Spec Ops: The Line (Xbox 360) review"And as the mission continuously goes awry and takes an increasing toll on Walker's physical and mental stamina, what was once black-and-white starts to look suspiciously grey. You've personally been walking over hundreds of corpses all day, and making hundreds more. What's one more dead body?" |
See, this is why I'm not a film critic. I genuinely believe that every serious gamer should play Spec Ops: The Line, yet it's mostly for plot-related developments that players are better left to discover on their own.

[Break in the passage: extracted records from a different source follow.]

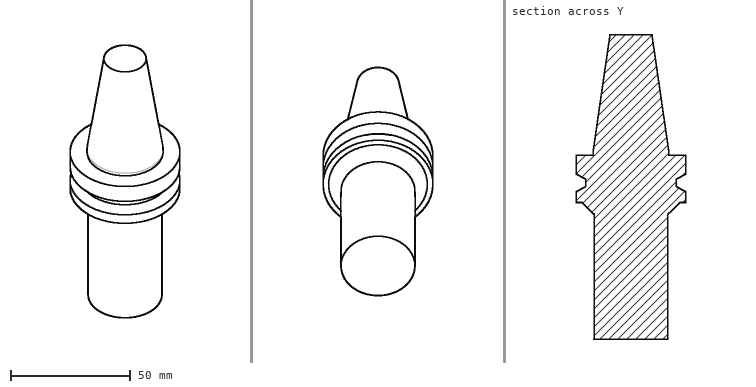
import cadquery as cq

total_height = 127.4

shank_diameter = 31.0
shank_length = 52.2

flange_diameter = 46.0
flange_bottom = 57.2
flange_top = 77.1
flange_underside_diameter = 41.3
groove_diameter = 38.0
groove_lower_edge = 61.8
groove_upper_edge = 69.0
groove_wall_height = 2.2

taper_base_diameter = 31.8
taper_tip_diameter = 17.7
taper_collar_height = 1.5

shank_radius = shank_diameter / 2
flange_radius = flange_diameter / 2
groove_radius = groove_diameter / 2
taper_base_radius = taper_base_diameter / 2

profile = [
    (0, 0),
    (shank_radius, 0),
    (shank_radius, shank_length),
    (flange_underside_diameter / 2, flange_bottom),
    (flange_radius, flange_bottom),
    (flange_radius, groove_lower_edge),
    (groove_radius, groove_lower_edge + groove_wall_height),
    (groove_radius, groove_upper_edge - groove_wall_height),
    (flange_radius, groove_upper_edge),
    (flange_radius, flange_top),
    (taper_base_radius, flange_top),
    (taper_base_radius, flange_top + taper_collar_height),
    (taper_tip_diameter / 2, total_height),
    (0, total_height),
]

result = cq.Workplane("XZ").polyline(profile).close().revolve(360, (0, 0, 0), (0, 1, 0))

So if I want to express my enthusiasm for this game without spoiling anything, all I can say is, "Wow, that thing sure happened!" To make matters more complicated, as a third-person cover-based shooter, The Line is nothing special, which makes it weird that I'm recommending it as strongly as I am, and mighty difficult for you, I imagine, to take my word for it. But I'll get into that later.

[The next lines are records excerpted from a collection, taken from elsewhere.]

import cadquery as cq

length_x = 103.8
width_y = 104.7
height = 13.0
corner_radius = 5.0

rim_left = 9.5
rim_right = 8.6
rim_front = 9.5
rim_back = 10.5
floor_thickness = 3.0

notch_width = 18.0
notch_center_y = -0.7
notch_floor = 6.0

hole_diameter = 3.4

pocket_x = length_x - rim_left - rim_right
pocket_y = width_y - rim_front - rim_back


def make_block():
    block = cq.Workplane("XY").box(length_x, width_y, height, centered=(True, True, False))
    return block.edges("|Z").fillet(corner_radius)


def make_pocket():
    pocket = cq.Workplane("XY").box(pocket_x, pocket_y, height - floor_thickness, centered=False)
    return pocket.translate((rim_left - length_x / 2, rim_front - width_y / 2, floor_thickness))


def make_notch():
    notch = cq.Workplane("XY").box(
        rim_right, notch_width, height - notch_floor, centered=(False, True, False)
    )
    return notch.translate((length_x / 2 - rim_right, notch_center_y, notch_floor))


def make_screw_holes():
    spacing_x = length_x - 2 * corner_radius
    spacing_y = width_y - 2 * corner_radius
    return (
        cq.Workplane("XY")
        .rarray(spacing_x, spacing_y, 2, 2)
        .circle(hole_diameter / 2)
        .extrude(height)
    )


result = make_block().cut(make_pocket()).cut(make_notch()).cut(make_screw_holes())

The Line is one of the many works of fiction inspired by Joseph Conrad's Heart of Darkness. That alone might be too much information, since the game shares plenty of immediate similarities with the novel's most famous adaptation, Apocalypse Now. (The soundtrack is even full of Vietnam-era rock songs, so I can't imagine that the many parallels are a coincidence.) In short, The Line studies a hardened soldier's decaying mental status in the face of nonstop warfare – the terrible things he sees, the terrible things he's forced to do, and the horrific actions carried out by people who have already traveled the road he's walking. It's heavy stuff, and plenty of films and memoirs have documented the horrors of war already, but I don't think anyone's ever done it quite like this.